> What the exercise asks: Check each line of the records below for the string "changed", then state how many lines contain it, with no other output.

Records from a data collection:
++++++++
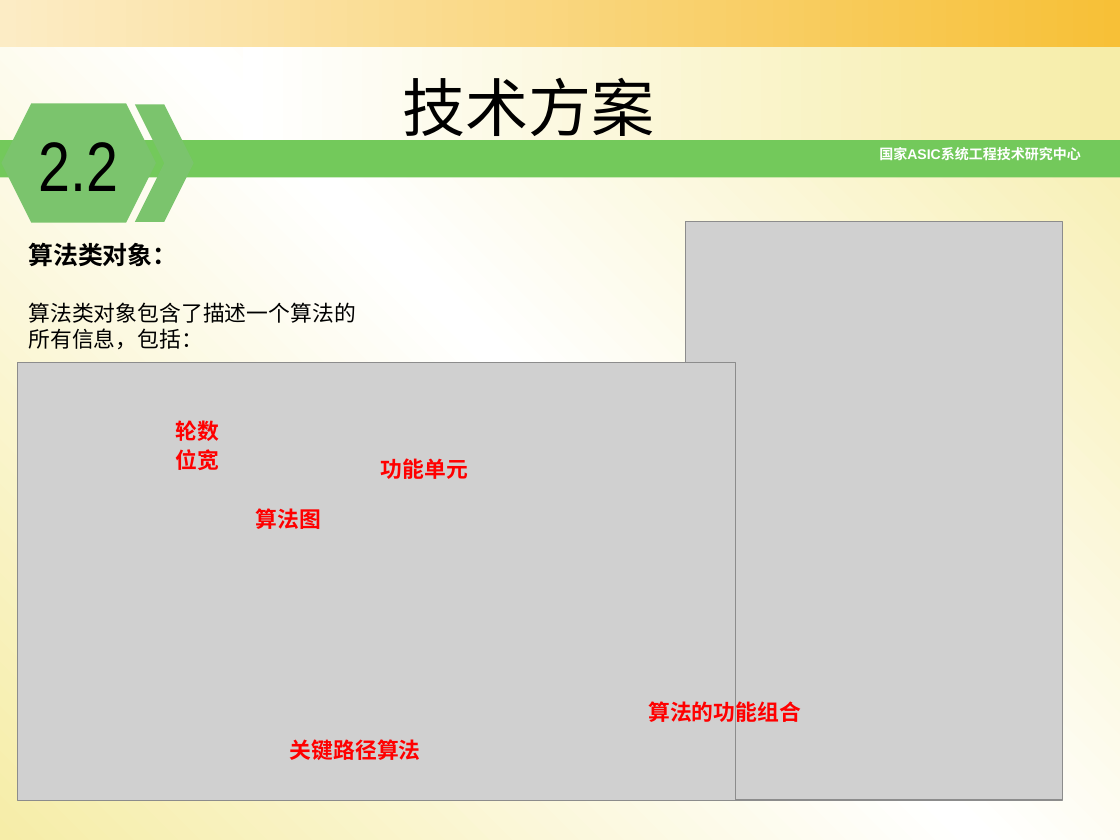
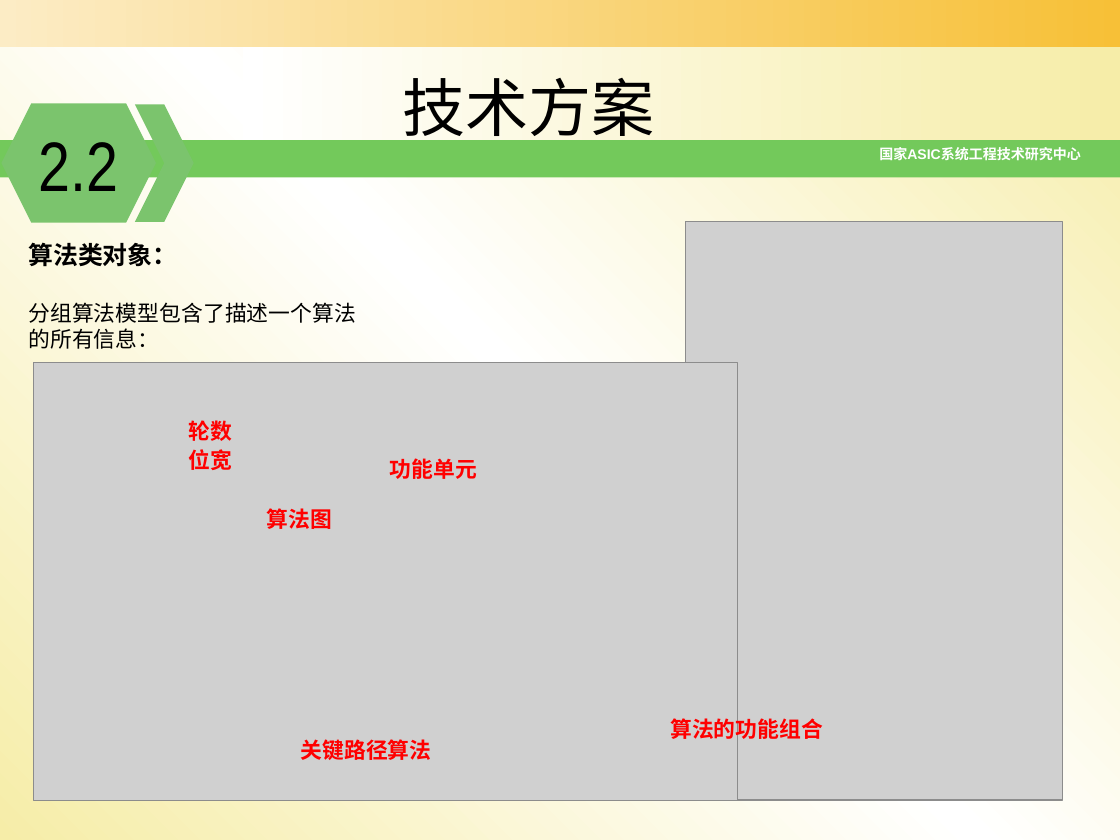
Before and after one commit to zdyzhan/bishe, a slide deck: slide 18 of 开题报告_131199李小泉11_18.pptx. Drawn at 1120x840 pixels with LibreOffice and Linux fonts; fonts in the diff are those of the drawing; grey boxes stand for pictures; background and template pictures are left out. Boxes give left, top, right and bottom in pixels: in the first picture for what was removed or moved away, otherwise in the second. Text is boxed around its words. In the diff, an @@ line names an element or a change of style, - is before the commit and + after.

```diff
--- a/开题报告_131199李小泉11_18.pptx
+++ b/开题报告_131199李小泉11_18.pptx
@@ text at [28, 302, 355, 349]: text changed @@
-算法类对象包含了描述一个算法的所有信息，包括：
+分组算法模型包含了描述一个算法的所有信息：
@@ picture: place and size @@
-picture at [18, 363, 736, 801]
+picture at [34, 363, 737, 801]
@@ 4 texts: place and size @@
-4 texts at [175, 420, 468, 529]
+4 texts at [188, 420, 477, 529]
@@ text "算法的功能组合": place and size @@
-text "算法的功能组合" at [648, 698, 801, 726]
+text "算法的功能组合" at [670, 715, 823, 743]
@@ text "关键路径算法": place and size @@
-text "关键路径算法" at [290, 739, 421, 760]
+text "关键路径算法" at [301, 739, 432, 760]
```
Also in this commit, not shown: 23 other slides changed, 1 other file.
++++++++
> Exercise response: 2